Entries taken from a collection:
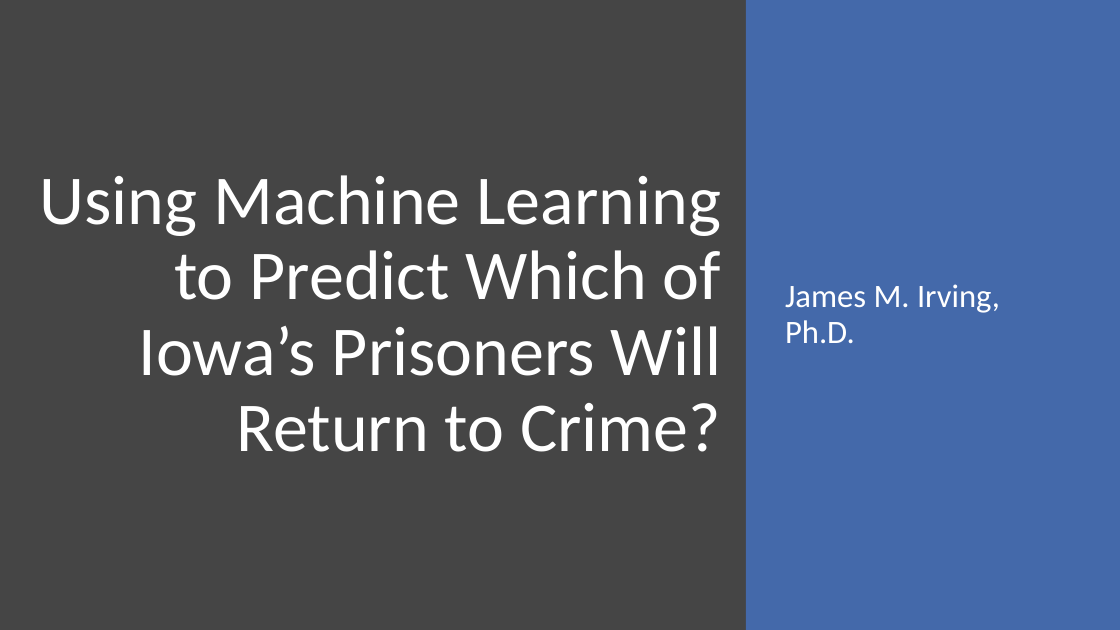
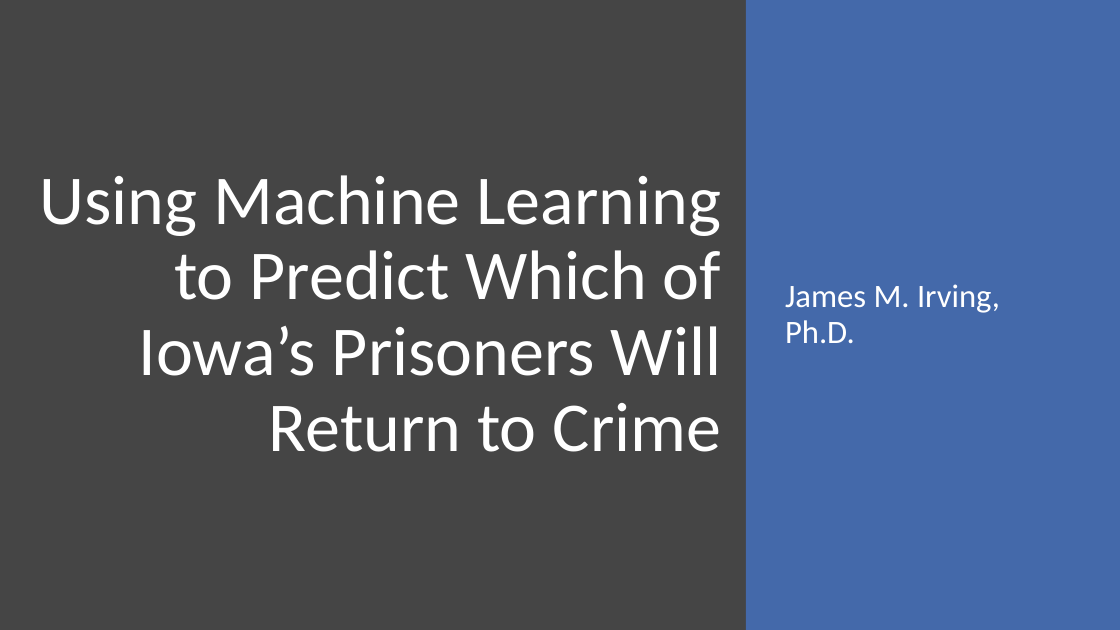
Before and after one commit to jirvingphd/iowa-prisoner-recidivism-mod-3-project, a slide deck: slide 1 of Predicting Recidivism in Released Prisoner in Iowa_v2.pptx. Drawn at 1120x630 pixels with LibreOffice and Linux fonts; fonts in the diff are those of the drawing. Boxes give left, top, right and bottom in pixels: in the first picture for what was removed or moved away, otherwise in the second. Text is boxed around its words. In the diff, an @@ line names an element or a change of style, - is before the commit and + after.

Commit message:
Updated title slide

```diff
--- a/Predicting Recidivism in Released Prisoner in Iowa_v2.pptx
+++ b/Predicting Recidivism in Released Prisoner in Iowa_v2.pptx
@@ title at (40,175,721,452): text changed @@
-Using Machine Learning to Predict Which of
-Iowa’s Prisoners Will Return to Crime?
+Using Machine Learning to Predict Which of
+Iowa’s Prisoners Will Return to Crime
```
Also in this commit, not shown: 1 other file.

What to work on: Copy each line above where the string "Released" occurs.

Exercise response:
Before and after one commit to jirvingphd/iowa-prisoner-recidivism-mod-3-project, a slide deck: slide 1 of Predicting Recidivism in Released Prisoner in Iowa_v2.pptx. Drawn at 1120x630 pixels with LibreOffice and Linux fonts; fonts in the diff are those of the drawing. Boxes give left, top, right and bottom in pixels: in the first picture for what was removed or moved away, otherwise in the second. Text is boxed around its words. In the diff, an @@ line names an element or a change of style, - is before the commit and + after.
--- a/Predicting Recidivism in Released Prisoner in Iowa_v2.pptx
+++ b/Predicting Recidivism in Released Prisoner in Iowa_v2.pptx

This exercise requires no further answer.